Dans le secret du centre de lutte contre les cybercriminalités
Le pôle judiciaire de la gendarmerie nationale s’est installé en mai à Cergy-Pontoise. Il compte une cellule entièrement dédiée à la lutte contre la criminalité passant par l’utilisation de l’Internet.
C’est un vaste bâtiment moderne de 27.000 m2. Derrière les vitres transparentes, on n’aperçoit pas grand monde dans les couloirs du pôle judiciaire de la Gendarmerie nationale (PJGN), en cette journée pluvieuse de janvier, à quelques jours de la huitième édition du Forum international de la cybersécurité, qui débute ce lundi à Lille.
L’une d’elles concerne la cybercriminalité. Voilà maintenant une dizaine d’années que la gendarmerie nationale s’emploie à lutter contre la criminalité numérique. C’est notamment grâce à l’action du C3N, le Centre de lutte contre les criminalités numériques, qu’ont pu être identifiés plusieurs individus radicalisés après les attentats du 13 novembre.
La « BAC » de l’Internet
« Nous avons ouvert plusieurs dizaines d’enquêtes judiciaires à partir de comptes Twitter que nous avons repérés grâce à nos outils, explique le colonel Nicolas Duvinage, qui dirige le C3N et ses 2.000 cybergendarmes.
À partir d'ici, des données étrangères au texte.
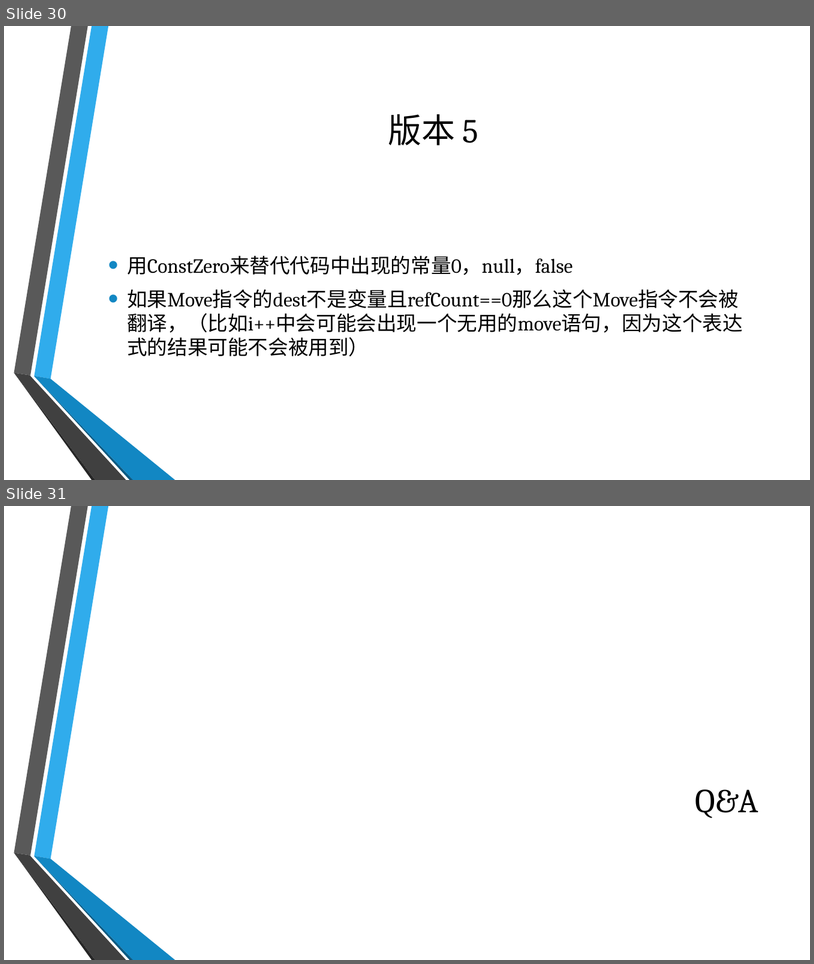
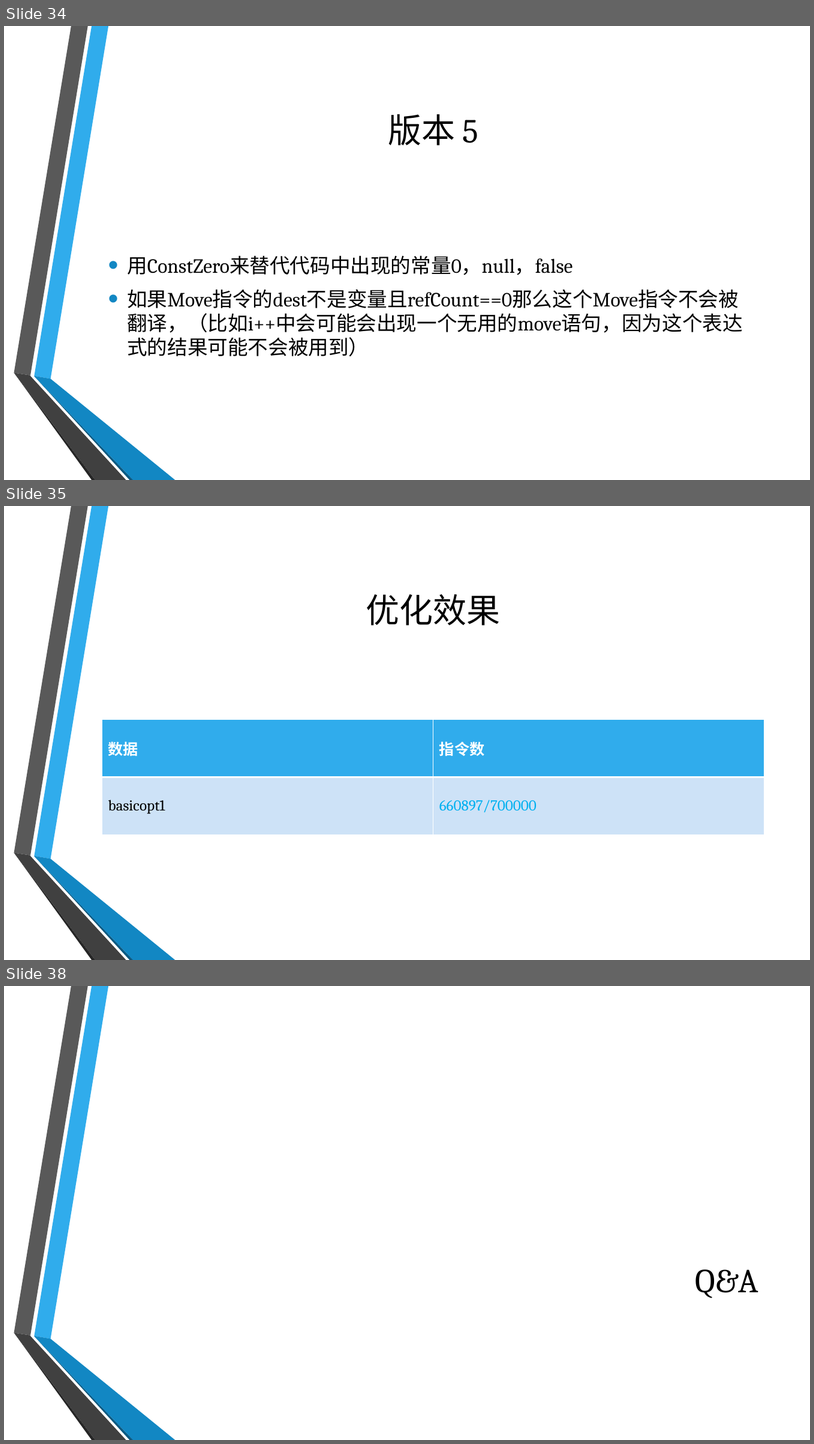
Before and after one commit to BreakVoid/Mental, a slide deck: slide/slide.pptx. Shown one above the other, each under a label of ours: slides 30 and 31 before the commit, slides 34, 35 and 38 after it; the slides between them are not shown. The pictures are 814x964 and 814x1444 pixels, drawn with LibreOffice and Linux fonts; fonts in the diff are those of the drawing; background and template pictures are left out. Boxes give left, top, right and bottom in pixels: in the first picture for what was removed or moved away, otherwise in the second. Text is boxed around its words. In the diff, an @@ line names an element or a change of style, - is before the commit and + after.

```diff
--- a/slide/slide.pptx
+++ b/slide/slide.pptx
@@ slide 35 added at (4, 506, 810, 960), background picture (left out); not listed: 6 template elements that a slide beside it also shows @@
@@ title added at (366, 594, 501, 625), 40 pt, text #000000 @@
+优化效果
@@ table added at (102, 720, 765, 834), 2 rows, 2 columns @@
+数据 | 指令数
+basicopt1 | 660897/700000
@@ what was slide 30 is now slide 34 @@
@@ what was slide 31 is now slide 38 @@
```
Also in this commit, not shown: 6 other slides added.

Cela a abouti à l’identification d’individus qui ont été interpellés sur le territoire national. Certains, repartis en Syrie, n’ont eux pas pu être interceptés. »
Lutte contre le terrorisme, l’escroquerie sur Internet, le piratage informatique ou de cartes bancaires… les missions du C3N sont nombreuses. « On est la BAC (ndlr, brigade anticriminalité) de l’Internet, on saute sur les délinquants ayant une visibilité sur la Toile », reprend Nicolas Duvinage. Le travail s’effectue uniquement sur des contenus accessibles à tout un chacun.
Pas d’interception, par exemple, de conversations privées sur Skype ou WhatsApp. « Depuis “Charlie” et le 13 novembre, tout a radicalement évolué. Un groupe de contact permanent avec les opérateurs a été mis en place. La coopération avec Twitter, c’est le jour et la nuit par rapport à autrefois. » Le colonel semble plus réservé vis-à-vis de Facebook.
Le « Dark web »
Le C3N travaille en majeure partie à son initiative, très peu sur plainte, que ce soit sur le Web classique ou le « dark Web », ce Web parallèle où l’on entre par un navigateur spécifique. Conçu à l’origine pour des dissidents politiques ou des journalistes cherchant à échapper à la surveillance de régimes dictatoriaux, il a été détourné de son usage à des fins criminelles.
« On est en train d’ouvrir une activité sur le trafic d’armes et de stupéfiants sur le “dark Web”. C’est compliqué », reconnaît Nicolas Duvinage. L’une des méthodes d’investigation consiste pour les gendarmes à réaliser des achats. Mais s’ils y sont autorisés pour tout ce qui concerne la pédopornographie, les médicaments, le proxénétisme ou les jeux en ligne, pour les armes et les « stups », ils ne peuvent le faire qu’à la condition préalable de démontrer que les activités concernées sont le fait d’un groupe criminel organisé.
Le C3N travaille depuis quelques mois sur le bitcoin
Difficile de prouver que « Toto21 », qui propose une kalachnikov pour 3,5 bitcoins sur le « dark Web », appartient à une telle organisation…Le champ d’action est vaste sur Internet et, à l’avenir, va nécessiter une adaptation des moyens pour mener des investigations efficaces. Le C3N projette d’ouvrir une plate-forme pour porter plainte en ligne contre tout type d’escroquerie sur Internet.
Il travaille depuis quelques mois sur le bitcoin , sur des applications de smartphones éditées et codées par Daech, ou encore sur les jeux vidéo en ligne utilisés par les terroristes ou trafiquants d’armes pour communiquer entre eux de manière discrète. Une tendance lourde.